¿Moscas volantes después de una operación de cataratas con lente intraocular?

La cirugía de cataratas es una de las intervenciones más practicadas a nivel mundial en la que se sustituye el cristalino cataratoso por una lente intraocular con el objetivo de obtener una visión nítida.

El porcentaje de éxito de la cirugía de cataratas es extraordinariamente elevado, los pacientes logran muy buena calidad de visión y hay muy pocas complicaciones postoperatorias. La satisfacción visual tras la operación es en la mayoría de las personas muy alta, sin embargo, se dan algunos casos de pacientes que han sido operados de cataratas con lente intraocular (o de cirugía de cristalino transparente) que afirman padecer moscas volantes después de la intervención.

¿Son las moscas volantes después de la cirugía de cataratas un problema de la operación realizada?

Aunque en un principio se pueda pensar que la presencia de las moscas volantes puede ser una complicación asociada a la cirugía de cataratas, en realidad su presencia no está relacionada directamente con la operación.

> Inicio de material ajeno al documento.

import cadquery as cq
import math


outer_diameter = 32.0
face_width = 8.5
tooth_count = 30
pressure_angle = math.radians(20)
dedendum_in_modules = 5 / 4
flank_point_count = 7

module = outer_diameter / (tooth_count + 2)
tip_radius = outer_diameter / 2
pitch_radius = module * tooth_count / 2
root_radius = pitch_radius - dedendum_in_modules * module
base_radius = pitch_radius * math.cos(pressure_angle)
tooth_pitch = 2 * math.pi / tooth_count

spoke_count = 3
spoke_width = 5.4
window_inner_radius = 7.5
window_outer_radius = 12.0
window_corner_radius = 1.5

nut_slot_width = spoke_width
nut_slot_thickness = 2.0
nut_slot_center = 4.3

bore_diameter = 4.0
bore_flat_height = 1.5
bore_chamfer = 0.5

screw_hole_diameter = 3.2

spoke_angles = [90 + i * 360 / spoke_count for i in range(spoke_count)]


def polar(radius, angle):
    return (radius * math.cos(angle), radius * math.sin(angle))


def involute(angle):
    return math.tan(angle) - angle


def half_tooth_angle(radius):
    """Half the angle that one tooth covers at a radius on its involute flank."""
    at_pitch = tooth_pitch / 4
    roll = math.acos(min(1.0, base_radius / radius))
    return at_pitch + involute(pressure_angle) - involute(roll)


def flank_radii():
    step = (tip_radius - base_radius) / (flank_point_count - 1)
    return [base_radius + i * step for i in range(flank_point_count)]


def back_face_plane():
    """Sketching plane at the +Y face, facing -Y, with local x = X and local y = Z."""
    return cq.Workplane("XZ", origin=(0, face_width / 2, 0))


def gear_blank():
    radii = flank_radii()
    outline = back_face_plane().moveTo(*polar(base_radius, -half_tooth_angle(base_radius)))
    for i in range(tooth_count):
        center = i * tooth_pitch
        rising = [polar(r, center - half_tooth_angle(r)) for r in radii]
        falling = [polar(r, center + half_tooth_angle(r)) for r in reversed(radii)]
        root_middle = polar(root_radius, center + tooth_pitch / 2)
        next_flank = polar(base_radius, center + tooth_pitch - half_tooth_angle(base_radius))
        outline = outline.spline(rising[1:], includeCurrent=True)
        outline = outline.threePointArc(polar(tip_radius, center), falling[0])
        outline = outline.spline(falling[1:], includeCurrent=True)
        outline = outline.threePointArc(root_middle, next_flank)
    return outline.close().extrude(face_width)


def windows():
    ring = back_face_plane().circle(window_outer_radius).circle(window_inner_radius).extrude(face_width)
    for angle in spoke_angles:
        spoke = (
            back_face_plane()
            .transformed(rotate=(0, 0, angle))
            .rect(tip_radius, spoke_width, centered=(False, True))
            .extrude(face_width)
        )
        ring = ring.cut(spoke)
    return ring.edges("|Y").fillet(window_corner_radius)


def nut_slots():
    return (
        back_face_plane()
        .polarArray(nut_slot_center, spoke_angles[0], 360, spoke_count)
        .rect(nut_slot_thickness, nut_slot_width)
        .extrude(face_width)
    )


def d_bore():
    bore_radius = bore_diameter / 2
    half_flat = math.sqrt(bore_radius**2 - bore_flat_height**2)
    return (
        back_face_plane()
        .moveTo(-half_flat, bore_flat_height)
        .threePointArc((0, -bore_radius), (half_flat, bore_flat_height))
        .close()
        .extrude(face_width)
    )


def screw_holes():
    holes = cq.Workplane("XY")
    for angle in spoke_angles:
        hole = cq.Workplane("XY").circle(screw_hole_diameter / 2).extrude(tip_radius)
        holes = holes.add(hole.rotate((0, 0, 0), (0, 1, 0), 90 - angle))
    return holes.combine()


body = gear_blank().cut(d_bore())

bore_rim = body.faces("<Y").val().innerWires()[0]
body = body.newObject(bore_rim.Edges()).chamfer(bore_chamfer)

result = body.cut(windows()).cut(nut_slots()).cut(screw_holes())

Lógicamente es complicado que una persona que nunca ha tenido problemas de las moscas volantes, salvo después de la operación, se convenza del hecho de que las moscas volantes no han sido una consecuencia o efecto directo de la cirugía. Pero la realidad es que en la inmensa mayoría de los casos los pacientes intervenidos de cirugía de cataratas han sufrido la presencia de moscas volantes por las mismas razones que los pacientes que no han sido operados.

Sólo puede establecerse una relación indirecta entre la aparición de las moscas y la operación de cataratas. Ésta es debida a que existe la posibilidad de que como producto de la cirugía de cataratas se produzca un desprendimiento de vítreo, que pueda ser atribuido a la misma y que posteriormente dé lugar a cuerpos flotantes.

Lo que indudablemente provoca la operación de cataratas es que se haga más patente su presencia. Hay que darse cuenta de que se ha sustituido un cristalino traslúcido u opaco, por una lente transparente. Para lo bueno pero también para lo malo la persona “ve mejor” y eso incluye también los cuerpos que se hallan en el vítreo.

A continuación trataremos de ampliar la información sobre las causas de las moscas volantes y las soluciones disponibles hoy en día.

¿Por qué veo estos cuerpos, filamentos, telas, sombras….?

Los cuerpos flotantes se ubican en el espacio interior del globo ocular denominado humor vítreo. Este espacio, comprendido entre el cristalino y la retina, es en condiciones normales, gelatinoso y transparente.

Sin embargo con la edad el humor vítreo se deteriora y es frecuente que sufra un proceso de licuefacción (va perdiendo naturaleza gelatinosa volviéndose más acuoso) y desorganización interna. Este proceso puede provocar que en su interior se formen condensaciones de fibras que adquieren formas de hilos, cuerpos, telarañas…que flotan en el humor vítreo.

Cuando hay relativa iluminación dichos cuerpos producen sombras en la retina dando lugar a lo que comúnmente se conocen como moscas volantes o miodesopsias.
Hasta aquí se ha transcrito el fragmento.